I was wondering how you guys cook your squirrel. Girlfriend got me a Ruger 10/22 for my birthday and I just got it sighted in. I'm hopin' to take it out to try to get some squirrels.


----------



## steelmagoo (Apr 13, 2004)

Stewed, mostly. Parboiled and deboned squirrel, celery (important), onion, carrot, maybe potato, maybe not. Herbs and spices, I like it savory. I rarely do it the same way twice.


BTW: sounds like your girlfriend is a keeper.


----------



## flypilot33 (Feb 9, 2006)

Yeah that sounds like a girl to keep around awhile.


----------



## Lewzer (Apr 5, 2004)

I always cooked my squirrels w/ Oven Fry or pan fried them and then baked in the oven.


----------



## bronzebackyac (Apr 19, 2005)

I like to brown them in a cast iron skillet and then once nice and browned, pour a little water in the pan an steam them for several hours with a lid on the pan flipping every so often. This will make them tender and the water mixed with the drippings can be made into that ohhh so good squirrel gravy. YUM.


----------



## Micro_Mini_Angler (Jun 15, 2006)

my uncle makes some mean squirrel, all i know is that he cooks it in some cherry(i think it is like a cooking wine or something)but give him a pm and i will tell him to give u the recipe


----------



## noboatdave (May 5, 2004)

Boil until tender. Roll pieces in pancake batter. Brown in a skillet of hot oil.


----------



## djf8653 (Jan 19, 2007)

There is a recipe for squirrel nuggets that I use that consists of boiling the squirrels with celery,carrots,onions and peppercorns in either chicken broth or 100% beer until tender.Then removing the bones and batter fry the nuggets in beer batter or batter of your choice.Once the squirrel is boiled it is good just like that most of the time I eat it before it even sees the batter.


----------



## flthednut (Feb 17, 2007)

I like the nut chewers Fried, Crock Potted, Boiled, Baked, Stewed, and Souped. 

Ted Nugents Kill it and Grill it book has a recipe for a squirrel casserole that is pretty dog gone tastey and it works well with Rabbit.

OR 

Crock pot them with cream of mushroom soup and use the soup as a gravey over mashed taters and noodles.....

OR

Boil those critters till meat falls off the bones and mix the meat with some Bullseye and Open Pit BBQ sauce and I add a little Bellycheer Worcesterfire sauce to them and eat them like pulled pork sandwiches.

It's all good, Son!


----------



## WalleyeGuy (Apr 9, 2004)

Check the rules and Regs book befrore hunting.
Dont get busted and loose your new rifle.
I think Squirrel season is out.
Bunnies are in till Feb 28.


----------



## hole-in-da-water (Jan 22, 2007)

Squirrel Pot Pies.

Boil squirrel with 1 clove garlic for approx. 45 min. and debone.
Chop up 2 potatoes, mix with half bag of mixed peas and carrots, deboned meat, and 1 jar of turkey gravy.
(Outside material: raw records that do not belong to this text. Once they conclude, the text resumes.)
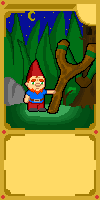
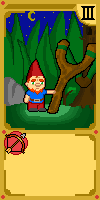
The second 100×200 image is a revision of the first. Changes to its layers:
added layer "Capa de pintura 2" (1st of 2) above "3" over (x1=4, y1=131, x2=28, y2=155)
added layer "3" above "Capa de pintura 2" over (x1=81, y1=6, x2=95, y2=20)
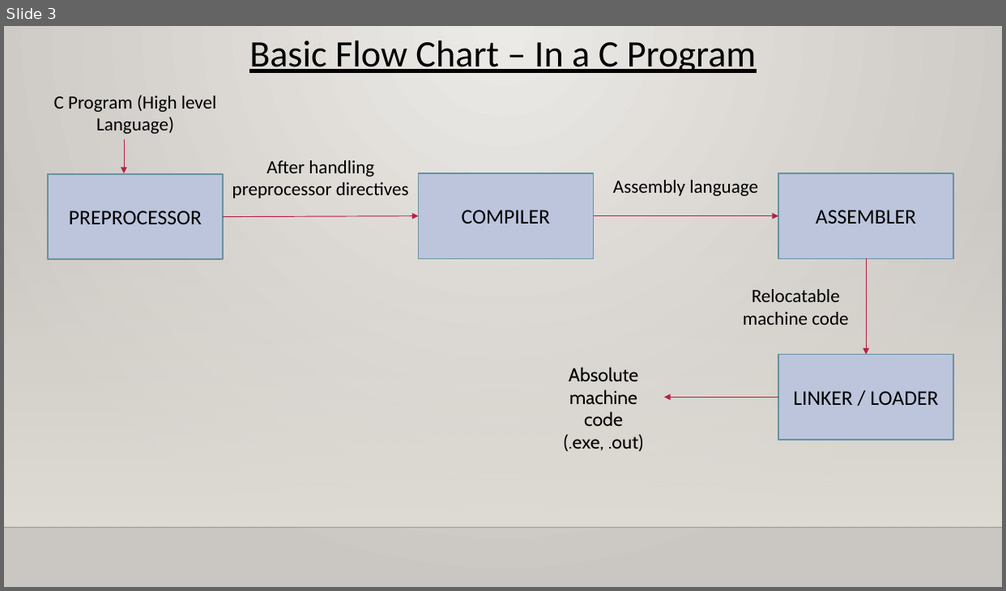
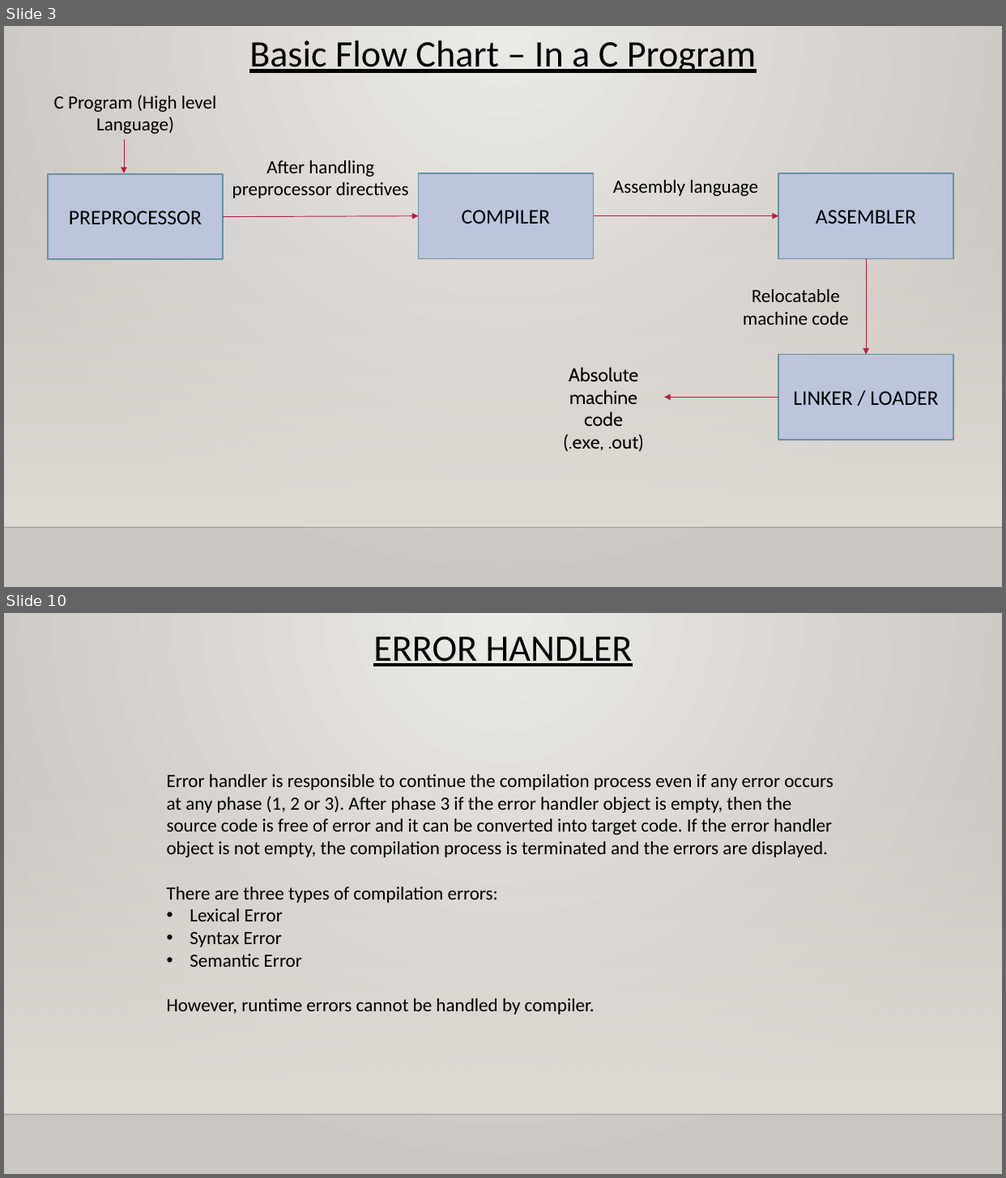
Before and after one commit to ishika52/compilers, a slide deck: koss selection task.pptx. Shown one above the other, each under a label of ours: slide 3 before the commit, slides 3 and 10 after it; the slides between them are not shown. The pictures are 1006x591 and 1006x1178 pixels, drawn with LibreOffice and Linux fonts; fonts in the diff are those of the drawing; background and template pictures are left out. Boxes give left, top, right and bottom in pixels: in the first picture for what was removed or moved away, otherwise in the second. Text is boxed around its words. In the diff, an @@ line names an element or a change of style, - is before the commit and + after.

```diff
--- a/koss selection task.pptx
+++ b/koss selection task.pptx
@@ slide 10 added at [4,613,1002,1174], background gradient #ECEAE7 to #CAC7C1; not listed: 2 template elements that a slide beside it also shows @@
@@ text added at [373,636,633,666], 36 pt, text #000000, underline @@
+ERROR HANDLER
@@ text added at [167,774,833,1015], 18 pt, text #000000 @@
+Error handler is responsible to continue the compilation process even if any error occurs at any phase (1, 2 or 3). After phase 3 if the error handler object is empty, then the source code is free of error and it can be converted into target code. If the error handler object is not empty, the compilation process is terminated and the errors are displayed.
+There are three types of compilation errors:
+• Lexical Error
+• Syntax Error
+• Semantic Error
+However, runtime errors cannot be handled by compiler.
```
Also in this commit, not shown: 1 slide changed, 5 other slides added, 1 slide removed.
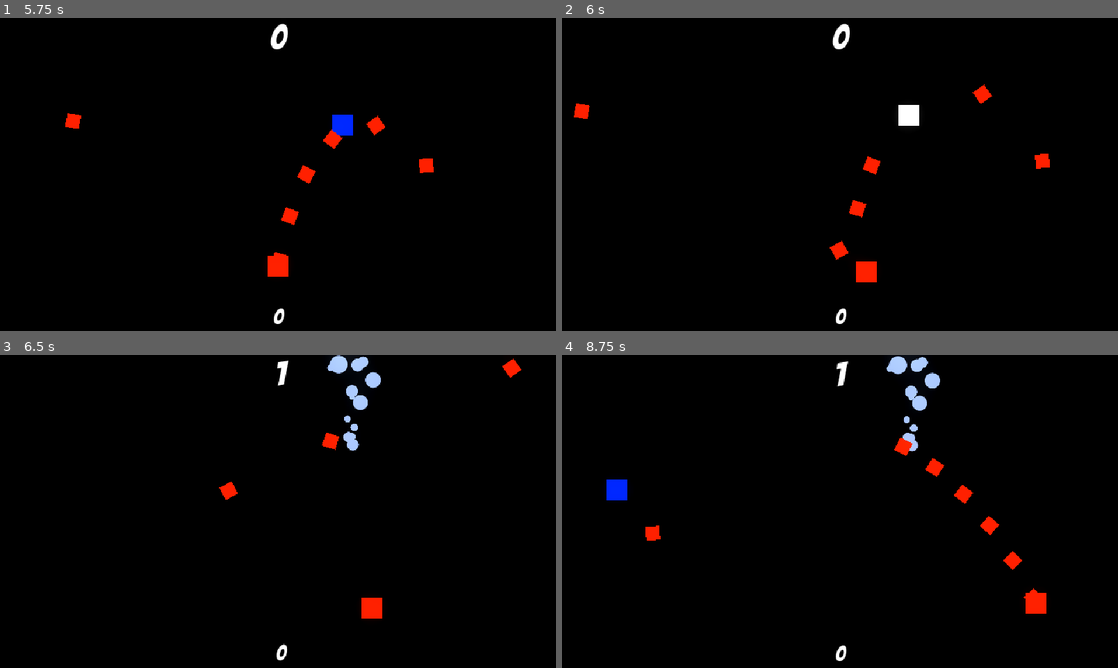
Above: before the commit, frames 1-4 (two rows, left to right).
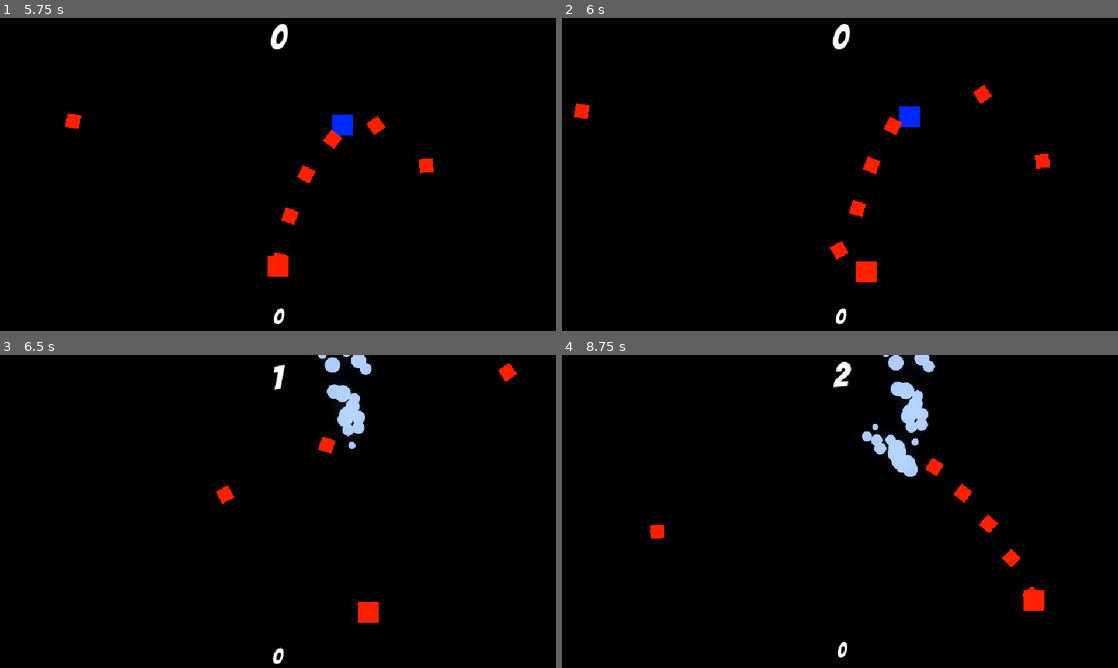
Above: after the commit, the same moments.

Repository: deoshreyas/Survive-The-Waves
Game: Godot game, scene res://Scenes/world.tscn
The game is run twice, just before and just after one commit, with the same random seed, the same clock (stepped at 60 frames per second) and the same inputs.
Inputs (mouse positions are in pixels of both pictures, inside the frame that each line leads up to):
- Up to frame 1 (5.75 s): tap Enter at 0.5 s; move the mouse to (400, 158) at 0.52 s; press the mouse at (400, 158) at 0.53 s; hold Right (btn_right) 0.53-1.28 s; move the mouse to (166, 190) at 1.27 s; release the mouse at (166, 190) at 1.28 s; hold Down (btn_down) 1.28-2.03 s; click (166, 190) at 1.35 s; move the mouse to (333, 105) at 2.02 s; press the mouse at (333, 105) at 2.03 s; hold Right (btn_right) 2.03-2.78 s; move the mouse to (250, 237) at 2.77 s; release the mouse at (250, 237) at 2.78 s; hold Up (btn_up) 2.78-3.53 s; click (250, 237) at 2.85 s; move the mouse to (444, 221) at 3.52 s; press the mouse at (444, 221) at 3.53 s; hold Left (btn_left) 3.53-5.03 s; move the mouse to (111, 127) at 4.27 s; release the mouse at (111, 127) at 4.28 s; click (111, 127) at 4.35 s; move the mouse to (305, 174) at 5.02 s; press the mouse at (305, 174) at 5.03 s; hold Down (btn_down) from 5.03 s (still down)
- Up to frame 2 (6 s): move the mouse to (756, 96) at 5.77 s; release Down (btn_down) at 5.78 s; release the mouse at (756, 96) at 5.78 s; hold Right (btn_right) from 5.78 s (still down); click (756, 96) at 5.85 s
- Up to frame 3 (6.5 s): keep holding Right (btn_right)
- Up to frame 4 (8.75 s): move the mouse to (962, 495) at 6.52 s; release Right (btn_right) at 6.53 s; press the mouse at (962, 495) at 6.53 s; hold Up (btn_up) 6.53-7.28 s; move the mouse to (728, 527) at 7.27 s; release the mouse at (728, 527) at 7.28 s; hold Right (btn_right) 7.28-8.03 s; click (728, 527) at 7.35 s; move the mouse to (895, 442) at 8.02 s; press the mouse at (895, 442) at 8.03 s; hold Down (btn_down) from 8.03 s (still down)

Frame 1 is identical in both runs. In frame 2, 0.4% of the frame differs, in the area x 57-65%, y 27-38%; in frame 3, 1.8%; in frame 4, 2.4%, in the area x 8-88%, y 0-98%.

Commit message:
Change enemy system to allow for inheritance, Add new enemy, Refine Camera Shake mechanic, Change the difficulty curve

Diff:
--- a/Scenes/enemy.tscn
+++ b/Scenes/enemy.tscn
@@ -1,16 +1,16 @@
-[gd_scene load_steps=4 format=3 uid="uid://d3du0628k3p0b"]
+[gd_scene load_steps=4 format=3 uid="uid://t7xq5y0km7oq"]
 
 [ext_resource type="Texture2D" uid="uid://b4fucnr0ux87i" path="res://Assets/Square.png" id="1_146fx"]
-[ext_resource type="Script" path="res://Scripts/enemy.gd" id="2_nx8gl"]
+[ext_resource type="Script" path="res://Scripts/enemy_simple.gd" id="2_3tgyd"]
 
 [sub_resource type="RectangleShape2D" id="RectangleShape2D_wnx3h"]
 size = Vector2(16, 16)
 
-[node name="Enemy" type="Sprite2D"]
+[node name="EnemyBase" type="Sprite2D"]
 modulate = Color(0, 0.156863, 1, 1)
 scale = Vector2(1.5, 1.5)
 texture = ExtResource("1_146fx")
-script = ExtResource("2_nx8gl")
+script = ExtResource("2_3tgyd")
 
 [node name="Hitbox" type="Area2D" parent="." groups=["Enemy"]]
 
--- /dev/null
+++ b/Scenes/enemy_1.tscn
@@ -0,0 +1,10 @@
+[gd_scene load_steps=2 format=3 uid="uid://cugswfv4dw46y"]
+
+[ext_resource type="PackedScene" uid="uid://t7xq5y0km7oq" path="res://Scenes/enemy.tscn" id="1_3gejs"]
+
+[node name="Enemy1" instance=ExtResource("1_3gejs")]
+modulate = Color(1, 1, 0, 1)
+speed = 120
+hp = 1
+knockback = 1200
+screen_shake = 90
--- /dev/null
+++ b/Scenes/enemy_2.tscn
@@ -0,0 +1,5 @@
+[gd_scene load_steps=2 format=3 uid="uid://duvxnvyehxd6i"]
+
+[ext_resource type="PackedScene" uid="uid://t7xq5y0km7oq" path="res://Scenes/enemy.tscn" id="1_aseui"]
+
+[node name="Enemy2" instance=ExtResource("1_aseui")]
--- a/Scenes/world.tscn
+++ b/Scenes/world.tscn
@@ -1,8 +1,10 @@
-[gd_scene load_steps=9 format=3 uid="uid://b57vpcqkq5kch"]
+[gd_scene load_steps=11 format=3 uid="uid://b57vpcqkq5kch"]
 
 [ext_resource type="Script" path="res://Scripts/World.gd" id="1_0b8ds"]
+[ext_resource type="PackedScene" uid="uid://cugswfv4dw46y" path="res://Scenes/enemy_1.tscn" id="2_eiwbd"]
 [ext_resource type="PackedScene" uid="uid://4kwm1cpaveqp" path="res://Scenes/player.tscn" id="2_t0bxp"]
 [ext_resource type="FontFile" uid="uid://0067x8byqdmo" path="res://Fonts/Font.ttf" id="3_c0450"]
+[ext_resource type="PackedScene" uid="uid://duvxnvyehxd6i" path="res://Scenes/enemy_2.tscn" id="3_r0lyx"]
 [ext_resource type="Script" path="res://Scripts/Score.gd" id="4_i1av2"]
 [ext_resource type="Script" path="res://Scripts/Camera.gd" id="5_5kbm0"]
 [ext_resource type="Script" path="res://Scripts/HiScore.gd" id="5_gnfme"]
@@ -15,9 +17,12 @@
 
 [sub_resource type="LabelSettings" id="LabelSettings_6pf4p"]
 font_size = 25
+outline_size = 5
+outline_color = Color(0, 0, 0, 1)
 
 [node name="World" type="Node2D"]
 script = ExtResource("1_0b8ds")
+enemy_scenes = Array[PackedScene]([ExtResource("2_eiwbd"), ExtResource("3_r0lyx")])
 
 [node name="Player" parent="." instance=ExtResource("2_t0bxp")]
 position = Vector2(320, 180)
--- a/Scripts/enemy.gd
+++ b/Scripts/EnemyCore.gd
@@ -1,38 +1,48 @@
 extends Sprite2D
 
-const SPEED = 75.0
+@export var speed = 75
 var velocity = Vector2()
 
 var stunned = false
 
-var hp = 3
+@export var hp = 3
+
+@export var knockback = 600
+
+@onready var current_colour = modulate
+
+@export var screen_shake = 120
 
 var blood_particles = preload("res://Scenes/blood_particles.tscn")
 
-func _process(delta):
-	if Global.player!=null and not stunned:
-		velocity = global_position.direction_to(Global.player.global_position)
-	elif stunned:
-		velocity = lerp(velocity, Vector2.ZERO, 0.3)
-	global_position += velocity * SPEED * delta
+func _process(_delta):
 	if hp<=0:
+		print(1)
 		if Global.camera!=null:
-			Global.camera.screen_shake(80, 0.2)
+			Global.camera.screen_shake(screen_shake, 0.2)
 		if Global.node_creation_parent!=null:
 			var blood_particles_instance = Global.instance_node(blood_particles, global_position, Global.node_creation_parent)
 			blood_particles_instance.rotation = velocity.angle()
 		queue_free()
 		Global.score += 1
 
+func basic_movement(delta):
+	if Global.player!=null and not stunned:
+		velocity = global_position.direction_to(Global.player.global_position)
+		global_position += velocity * speed * delta
+	elif stunned:
+		velocity = lerp(velocity, Vector2.ZERO, 0.3)
+		global_position += velocity * delta
+
 func _on_hitbox_area_entered(area):
 	if area.is_in_group("Bullets") and not stunned:
 		modulate = Color.WHITE
-		velocity = -velocity * 6
+		velocity = -velocity * knockback
 		stunned = true
 		$StunTimer.start()
 		area.get_parent().queue_free()
 		hp -= 1
 
 func _on_stun_timer_timeout():
-	modulate = Color("0028ff")
+	modulate = current_colour
 	stunned = false
--- a/Scripts/World.gd
+++ b/Scripts/World.gd
@@ -1,6 +1,6 @@
 extends Node2D
 
-var enemy = preload("res://Scenes/enemy.tscn")
+@export var enemy_scenes: Array[PackedScene] = []
 
 func _ready():
 	Global.node_creation_parent = self
@@ -13,8 +13,9 @@
 	var enemy_pos = Vector2(randi_range(-160, 670), randi_range(-90, 390))
 	while enemy_pos.x<640 and enemy_pos.x>-80 and enemy_pos.y<360 and enemy_pos.y>-45:
 		enemy_pos = Vector2(randi_range(-160, 670), randi_range(-90, 390))
+	var enemy = enemy_scenes.pick_random()
 	Global.instance_node(enemy, enemy_pos, self)
 
 func _on_difficulty_timer_timeout():
 	if $EnemySpawnTimer.wait_time > 0.5:
-		$EnemySpawnTimer.wait_time -= 0.1
+		$EnemySpawnTimer.wait_time -= 0.025
--- /dev/null
+++ b/Scripts/enemy_simple.gd
@@ -0,0 +1,5 @@
+extends "res://Scripts/EnemyCore.gd"
+
+func _process(delta):
+	super(delta)
+	basic_movement(delta)
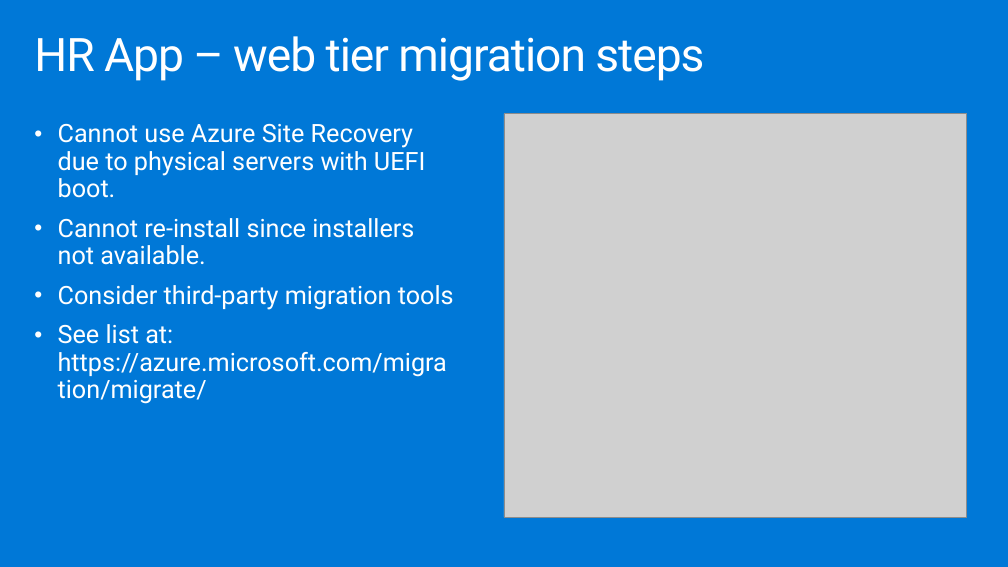
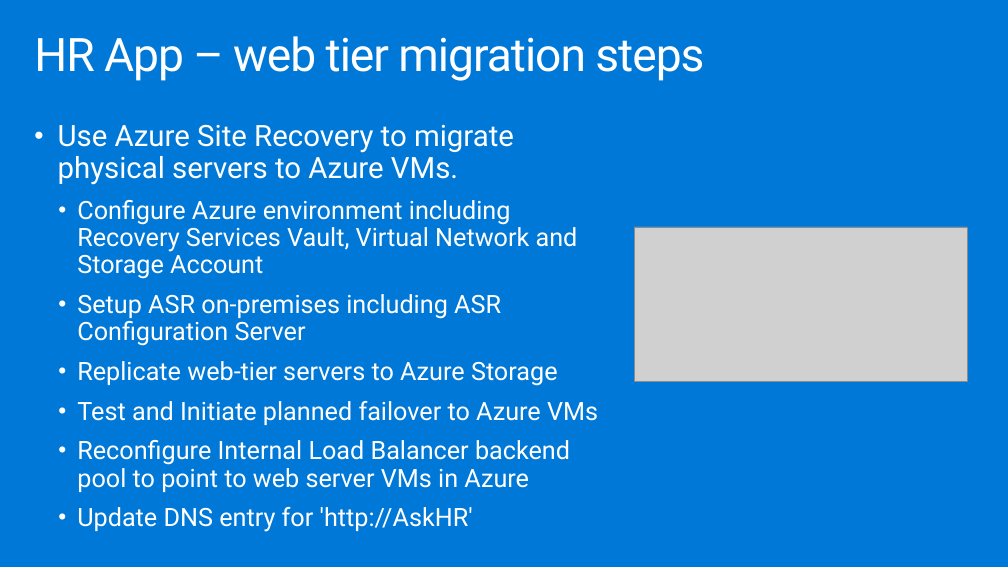
Before and after one commit to Microsoft/MCW-Lift-and-Shift-ARM, a slide deck: slide 31 of Whiteboard design session/WDS trainer presentation - Lift and shift.pptx. Drawn at 1008x567 pixels with LibreOffice and Linux fonts; fonts in the diff are those of the drawing; grey boxes stand for pictures. Boxes give left, top, right and bottom in pixels: in the first picture for what was removed or moved away, otherwise in the second. Text is boxed around its words. In the diff, an @@ line names an element or a change of style, - is before the commit and + after.

```diff
--- a/Whiteboard design session/WDS trainer presentation - Lift and shift.pptx
+++ b/Whiteboard design session/WDS trainer presentation - Lift and shift.pptx
@@ picture removed at (x1=504, y1=113, x2=967, y2=517) @@
@@ text at (x1=58, y1=124, x2=598, y2=532): text changed @@
-• Cannot use Azure Site Recovery due to physical servers with UEFI boot.
-• Cannot re-install since installers not available.
-• Consider third-party migration tools
-• See list at: https://azure.microsoft.com/migration/migrate/
+• Use Azure Site Recovery to migrate physical servers to Azure VMs.
+  • Configure Azure environment including Recovery Services Vault, Virtual Network and Storage Account
+  • Setup ASR on-premises including ASR Configuration Server
+  • Replicate web-tier servers to Azure Storage
+  • Test and Initiate planned failover to Azure VMs
+  • Reconfigure Internal Load Balancer backend pool to point to web server VMs in Azure
+  • Update DNS entry for 'http://AskHR'
@@ picture added at (x1=634, y1=227, x2=967, y2=382) @@
```
Also in this commit, not shown: 2 other files.

Simmer in sauce pan until veggies are tender.
For the crusts, either buy a mix from the store or buy them premade. Use those little pot-pie molds, too. Line bottom with crust.
Pour veggie/squirrel mix into pies. Cover and pole a few holes with a fork to vent. 
Bake at 400 for 15-20 min. or until crust is golden brown.
Enjoy.

Could also work for rabbits and other small game.


----------